My Son’s Non-Religious Awakening

We were playing the alphabet game as one does on road trips far too long, except our ride home from the beach was perhaps too quick and far too familiar—sometimes one needs a reason to look out the same windows again and again, especially when the ocean is behind you and you are covered in sand. The game was a tie between my son and the radio.

My youngest boy was 6 at the time, and he had been speaking nonstop since his 4th birthday. The sun was setting behind golden hills, and the sky was the stuff of magic hour, that soft, brilliant glow of perfection that Hollywood is always talking about. The singsong sway of his voice in the background met the strings of a wayward guitar somewhere over my right shoulder, and they spun for a moment in the air between us, then a dip, a moment, and parting's such sweet sorrow.

RELATED: Quiet Lessons on Perspective and Privilege

"Q" was hard to find as it always is, especially on a single-lane street fast losing light and no other cars to speak of. It usually shows up on a license plate if we wait long enough, but, as I said, this trip was short. I made it longer until we found promises of service full of quality and quick.

Once found, the letters are always everywhere.

"R" was from a road sign. "S" came with a running commentary about the quaint, tiny shoppes that are spelled that way. "T" was a question I hadn't heard before.

"Why does that building have a little "t" on it?" he asked as soon as I had missed it.

We were on "W," when he asked again.

"There," he said. "That building had a little "t" on it, too."

I slowed the car in direct contrast to the urgency in his voice and looked upon the letter in question.

"That's not a little 't'," I told him. "That's a cross."

They were not the godless masses of hate and evil that sell papers and page views, but people of kindness and logic with open hearts and welcome laughter.

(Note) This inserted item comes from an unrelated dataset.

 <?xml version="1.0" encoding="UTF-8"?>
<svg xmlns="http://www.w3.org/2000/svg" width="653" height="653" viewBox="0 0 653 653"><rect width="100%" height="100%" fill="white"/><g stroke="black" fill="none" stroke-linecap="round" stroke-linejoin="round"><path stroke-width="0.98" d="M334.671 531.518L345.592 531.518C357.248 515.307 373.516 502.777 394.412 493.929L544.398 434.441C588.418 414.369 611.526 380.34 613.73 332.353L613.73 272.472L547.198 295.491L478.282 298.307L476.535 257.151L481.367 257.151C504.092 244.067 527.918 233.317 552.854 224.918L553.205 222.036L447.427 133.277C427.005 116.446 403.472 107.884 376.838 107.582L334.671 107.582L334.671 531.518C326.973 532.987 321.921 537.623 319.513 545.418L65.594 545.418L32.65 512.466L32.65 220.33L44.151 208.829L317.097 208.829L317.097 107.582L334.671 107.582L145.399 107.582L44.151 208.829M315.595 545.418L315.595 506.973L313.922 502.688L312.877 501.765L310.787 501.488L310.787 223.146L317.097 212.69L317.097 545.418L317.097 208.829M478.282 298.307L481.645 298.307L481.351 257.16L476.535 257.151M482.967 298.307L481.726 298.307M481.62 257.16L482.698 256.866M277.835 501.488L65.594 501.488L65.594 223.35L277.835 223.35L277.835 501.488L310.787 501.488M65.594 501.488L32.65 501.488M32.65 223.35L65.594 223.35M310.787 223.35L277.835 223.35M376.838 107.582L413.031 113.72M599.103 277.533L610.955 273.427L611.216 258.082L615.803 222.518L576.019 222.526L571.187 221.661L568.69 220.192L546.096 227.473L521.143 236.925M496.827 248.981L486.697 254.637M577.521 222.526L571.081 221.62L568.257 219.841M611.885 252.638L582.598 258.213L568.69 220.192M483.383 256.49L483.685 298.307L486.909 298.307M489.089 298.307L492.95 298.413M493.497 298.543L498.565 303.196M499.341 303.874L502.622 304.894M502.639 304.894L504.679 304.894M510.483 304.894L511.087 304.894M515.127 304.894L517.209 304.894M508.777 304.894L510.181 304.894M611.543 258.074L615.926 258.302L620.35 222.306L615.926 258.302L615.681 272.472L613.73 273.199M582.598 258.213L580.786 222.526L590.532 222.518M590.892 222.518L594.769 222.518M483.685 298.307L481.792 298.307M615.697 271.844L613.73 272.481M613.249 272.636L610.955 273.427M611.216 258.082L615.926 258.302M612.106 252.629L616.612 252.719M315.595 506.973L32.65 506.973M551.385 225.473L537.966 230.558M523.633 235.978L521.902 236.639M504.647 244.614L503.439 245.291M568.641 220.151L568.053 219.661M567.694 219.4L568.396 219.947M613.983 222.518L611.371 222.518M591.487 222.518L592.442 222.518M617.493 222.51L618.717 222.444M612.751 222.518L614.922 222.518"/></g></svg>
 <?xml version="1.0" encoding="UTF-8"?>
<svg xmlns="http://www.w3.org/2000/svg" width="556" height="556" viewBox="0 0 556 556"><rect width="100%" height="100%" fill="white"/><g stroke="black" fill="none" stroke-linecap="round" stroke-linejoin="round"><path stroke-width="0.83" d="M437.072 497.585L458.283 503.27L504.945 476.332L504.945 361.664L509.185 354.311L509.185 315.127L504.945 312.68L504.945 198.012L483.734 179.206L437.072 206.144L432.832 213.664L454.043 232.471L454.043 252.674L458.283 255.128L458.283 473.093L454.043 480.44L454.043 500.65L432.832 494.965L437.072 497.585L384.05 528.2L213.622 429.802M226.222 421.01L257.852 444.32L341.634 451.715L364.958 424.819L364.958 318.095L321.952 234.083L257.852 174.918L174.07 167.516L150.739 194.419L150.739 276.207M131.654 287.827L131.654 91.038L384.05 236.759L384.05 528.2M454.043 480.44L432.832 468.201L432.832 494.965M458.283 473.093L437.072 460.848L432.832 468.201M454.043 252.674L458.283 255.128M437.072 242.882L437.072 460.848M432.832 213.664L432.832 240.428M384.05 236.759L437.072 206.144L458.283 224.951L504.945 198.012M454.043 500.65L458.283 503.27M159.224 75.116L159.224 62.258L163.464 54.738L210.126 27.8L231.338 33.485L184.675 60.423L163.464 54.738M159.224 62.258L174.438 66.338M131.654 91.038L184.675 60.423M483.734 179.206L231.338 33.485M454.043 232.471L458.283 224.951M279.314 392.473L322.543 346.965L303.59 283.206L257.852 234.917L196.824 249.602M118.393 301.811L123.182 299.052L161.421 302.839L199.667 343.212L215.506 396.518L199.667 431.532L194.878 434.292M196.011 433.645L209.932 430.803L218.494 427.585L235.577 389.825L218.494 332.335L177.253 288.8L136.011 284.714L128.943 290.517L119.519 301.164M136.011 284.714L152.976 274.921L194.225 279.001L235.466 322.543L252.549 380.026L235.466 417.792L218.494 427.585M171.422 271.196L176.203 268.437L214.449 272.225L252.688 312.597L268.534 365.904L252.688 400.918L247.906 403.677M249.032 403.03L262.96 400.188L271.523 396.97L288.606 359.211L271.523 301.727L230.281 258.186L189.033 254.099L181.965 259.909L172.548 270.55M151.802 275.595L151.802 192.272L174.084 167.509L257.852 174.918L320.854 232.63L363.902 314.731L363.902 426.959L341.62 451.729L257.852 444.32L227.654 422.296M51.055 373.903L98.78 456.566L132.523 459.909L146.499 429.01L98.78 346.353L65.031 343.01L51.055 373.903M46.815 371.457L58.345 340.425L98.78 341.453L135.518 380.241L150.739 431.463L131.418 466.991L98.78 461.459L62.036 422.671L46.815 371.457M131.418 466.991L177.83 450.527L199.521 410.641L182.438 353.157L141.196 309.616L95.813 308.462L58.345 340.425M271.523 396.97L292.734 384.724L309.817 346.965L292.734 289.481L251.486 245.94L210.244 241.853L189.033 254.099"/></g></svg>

The boys have been raised with no religion to speak of, despite the lure of grandparents living loudly on the fringes. My wife has been in and out of her faith's good graces, a hokey pokey of the highest order, spinning herself round and round, left to dizziness and wondering what it's all about.

I was reared on Sunday school and youth groups, considering how many thimbles of wine I would need to drink to feel anything close to the boundless joy of those singing and praying around me. By the time I found out it was grape juice, I was venerating by rote and eyeballing the exit. I was 16 when my parents divorced and realized that my mom would rather have spent her Sundays shopping, and my dad just dug in all the deeper.

I spent years trying to hide it. I would stand in a circle in my grandparents' house, holding hands with family and friends, their heads bowed beneath words of thanks and praise, and my eyes meeting quietly those of like-mind and gentle courtesy. Ours was a club of nods and knowing—mostly when to keep our mouths shut.

By the time I finished college I was comfortable in my skin and cared little for the convictions that were sure to rise against me. However, it wasn't long before I realized my beliefs did not make me the minority that the media and ministers had led me to believe, but rather a thick slice of humanity that did right because it was right, with no need for fear or promises. They were not the godless masses of hate and evil that sell papers and page views, but people of kindness and logic with open hearts and welcome laughter.

It was in that circle that I finally felt at home. The words are full of thanks and praise, and all our eyes are open.

There is much good to be found in religion and a lot of things that we all should be ashamed of.

When we had children it was important to my wife that I not indoctrinate the kids with my views on faith, and I agreed. I want the kids to explore and question the world for themselves, not to accept the answers that we are all so easily given. However, her family's religion did not celebrate holidays of any sort, and so we had to compromise: They attended her halls to hear about the kingdom and together we celebrated a Christmas filled with Rudolph and Crosby. Our promise was a simple one, I would never tell the kids there was no God, and she would extend the same respect to Santa.

Everybody wins and most of the time we're happy.

To say the boys have no religion is not to suggest they are without a basic understanding of it. They know that people believe different things for different reasons and that some use said beliefs to make the world a better place while others see it as an excuse to make their own lives better. They have been taught morals and values, right and wrong; and they are learning it still through trial and error and the trial and error of the examples we set. There is much good to be found in religion and a lot of things that we all should be ashamed of. The key, we have found, is the same as it always is: Meet each person with respect and know them by their actions and their compassion. Good will win out. It always does.

"What's a cross?" he asked.

"It's a symbol," I said. "It's the symbol for Christianity."

"Oh, like the star for Jewish people."

"Right. Like the Star of David."

"What religion are we?" he asked.

"That's for you to decide. You'll grow up, learn and experience things, and you will make up your own mind based upon the way that it all fits together."

"Like a puzzle?"

"Like a puzzle."

RELATED: The Unbearable Sweetness of Sick Days

"W" was a neon something and "X" was nestled in the bosom of an exit sign. By the time we got to "Z" we were out of billboards and businesses. We drove slowly past driveways lit in stars and headlights with hopes of finding one last letter resting carelessly on the backside of a sleepy bumper. The night was warm and the road rocked smooth like a cradle. The "Z" found him somewhere on a side street, and there were plenty more where that came from.